Des clés pour transmettre son entreprise à ses enfants ou à ses cadres
Plus de 60% des successions concernent un rachat par les enfants du patron ou par le management. Deux modèles qui ont leurs avantages, mais requièrent du sang-froid
Interview de Serge Migy, associé responsables des activités fiscales
À ce rythme, la Suisse ne sera bientôt plus un pays de PME. Près d’un tiers des entreprises qui seront à remettre d’ici quatre ans ne seront pas transmises, faute de repreneurs, selon l’étude publiée en juin 2016 par Credit Suisse et l’Université de Saint-Gall. Ce constat s’explique notamment par l’omniprésence d’entreprises familiales (75%) parmi les PME suisses. La nouvelle génération ne veut plus nécessairement reprendre le flambeau.
De cruciales questions fiscales
Cette tendance en augmentation fait exploser les chiffres de management buyout (MBO). La vente à des cadres et salariés de l’entreprise représente aujourd’hui un quart des successions. Quant au modèle de transmission intra-familiale (family buyout ou FBO), il est toujours plébiscité (41%), mais en baisse. Dans les deux cas, ce sont des modèles de transmission pérennes, puisque les employés ou les enfants connaissent l’entreprise, ses clients, ses fournisseurs. La continuité est assurée, mais elle s’anticipe. La succession est un moment délicat qui, si elle est négligée, peut menacer l’existence de l’entreprise.
Dans le cas d’un management buyout, les questions fiscales et juridiques sont cruciales. Au sein du cabinet de conseil Mazars, Serge Migy accompagne les entreprises sur ces aspects dans le cadre de MBO. «Lorsqu’un patron entre en discussion avec le management dans le cadre d’une cession, il doit travailler à livre ouvert, explique-t-il. Et si la transaction devait échouer, cela pourrait remettre en question sa relation avec ses cadres dirigeants qui ont eu accès à des informations sensibles. Sous cet angle, initier une opération de MBO est plus délicat qu’une opération d’achat-vente classique avec un potentiel tiers-acquéreur.»
La question centrale du financement
À cela s’ajoute la question du financement. «Dans un MBO, les cadres dirigeants ont souvent une surface financière bien moindre que les investisseurs classiques qui participent à des opérations de private equity, rappelle Serge Migy. Il faut mettre en place très fréquemment des montages d’acquisition plus compliqués (par exemple la reprise par étapes successives). Des enjeux fiscaux importants peuvent, en outre, survenir lorsqu’il faut mobiliser des fonds de l’entreprise pour acquitter une partie du prix de vente.»

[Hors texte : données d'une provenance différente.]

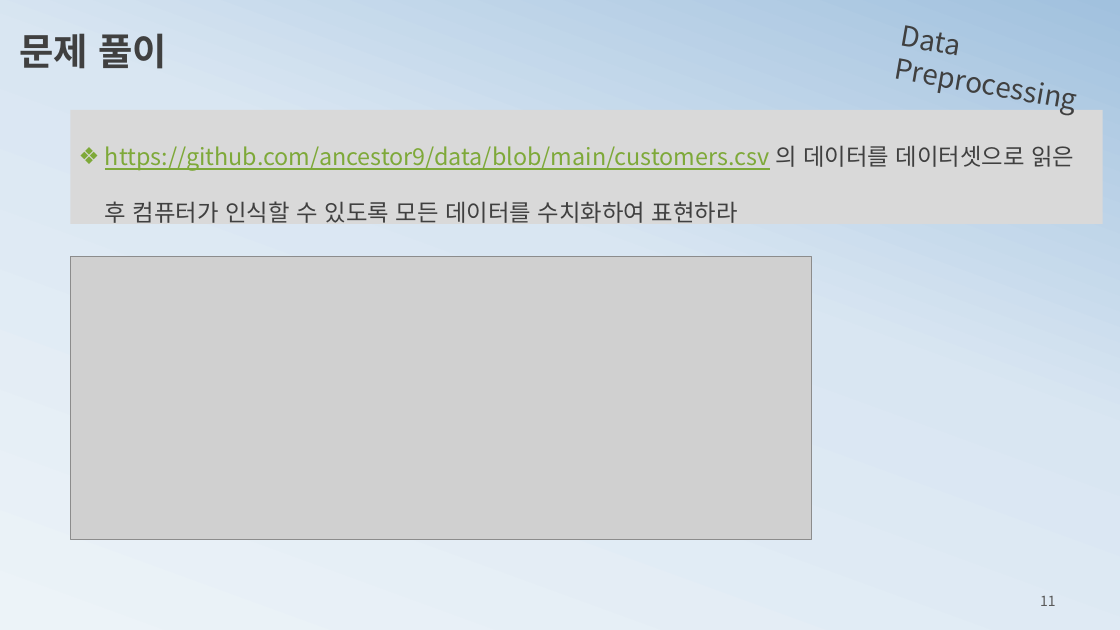
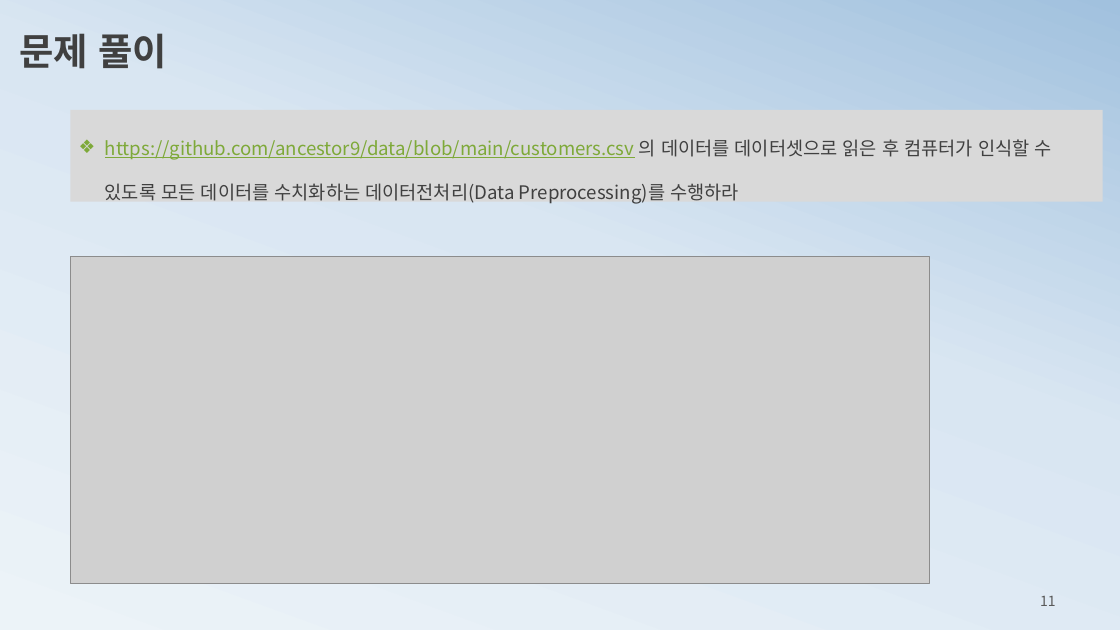
Before and after one commit to ancestor9/mathematics-for-machine-learning, a slide deck: slide 11 of 1_statistics for machine learning.pptx. Drawn at 1120x630 pixels with LibreOffice and Linux fonts; fonts in the diff are those of the drawing; grey boxes stand for pictures. Boxes give left, top, right and bottom in pixels: in the first picture for what was removed or moved away, otherwise in the second. Text is boxed around its words. In the diff, an @@ line names an element or a change of style, - is before the commit and + after.

```diff
--- a/1_statistics for machine learning.pptx
+++ b/1_statistics for machine learning.pptx
@@ text removed at [899,25,958,60] @@
-Data Preprocessing
@@ rectangle "https://github.com/ancestor9/data/blob/main/customers.csv 의  ...": place and size @@
-rectangle "https://github.com/ancestor9/data/blob/main/customers.csv 의  ..." at [71,110,1102,224]
+rectangle "https://github.com/ancestor9/data/blob/main/customers.csv 의  ..." at [71,110,1102,202]
@@ text in rectangle at [105,139,1052,204]: text changed; size 20 to 16 pt; text colour #7EA939 to #404040 @@
-❖ https://github.com/ancestor9/data/blob/main/customers.csv 의 데이터를 데이터셋으로 읽은 후 컴퓨터가 인식할 수 있도록 모든 데이터를 수치화하여 표현하라
+❖ https://github.com/ancestor9/data/blob/main/customers.csv 의 데이터를 데이터셋으로 읽은 후 컴퓨터가 인식할 수 있도록 모든 데이터를 수치화하는 데이터전처리(Data Preprocessing)를 수행하라
@@ picture: place and size @@
-picture at [71,256,812,539]
+picture at [71,256,929,584]
```
Also in this commit, not shown: 18 other slides changed, 5 slides added, 2 slides removed.

Pour Serge Migy, «cette approche sort de la démarche logique achat-vente. Elle n’est pas évidente pour les patrons de PME qui doivent se montrer ouverts d’esprit.» Car la contrainte du financement externe détermine généralement pour partie le prix de vente. Dans un MBO, «nous observons quelquefois une décote importante par rapport aux valorisations théoriques réalisées par un évaluateur indépendant.» Mais au final, le prix de vente est une concession que le patron est en général prêt à faire puisque ce sont la pérennité et le maintien de l’emploi de son entreprise qui priment.
Quand l’émotionnel intervient
L’opération n’est pas plus simple dans un family buyout. C’est même l’inverse si on y ajoute l’importance de l’émotionnel dans les relations intra-familiales. Néanmoins, trois méthodes de transmission prévalent. Soit le parent cède gratuitement la société à l’enfant à titre d’avance sur héritage. Dans ce cas-là, le cédant «ne récupère pas ses billes. C’est donc un frein si l’entreprise constituait le capital retraite. Bien souvent, le patron a réinvesti l’essentiel des revenus dans sa société afin de la faire prospérer. Arrivé à l’âge de la retraite, son capital prévoyance est quelquefois très limité», souligne Serge Migy.
Soit il vend l’entreprise. «Outre l’avantage de pouvoir constituer un capital de retraite, la vente permet à l’entrepreneur de rendre liquide son outil professionnel, ce qui peut être déterminant lorsque la succession comprend de nombreux héritiers», relève Serge Migy. Il existe aussi une variante des deux modèles: la donation mixte. Celle-ci permet au cédant de transmettre à son enfant à un prix abordable, fixé par exemple en fonction notamment des besoins du parent pour sa retraite.
Reprendre, oui, mais à quel prix? Comme l’explique Serge Migy, la valorisation de l’entreprise peut aussi s’avérer problématique. «La nouvelle génération a contribué à la valeur que l’on attribue à l’entreprise. Il faut donc s’assurer que l’enfant ne payera pas deux fois.»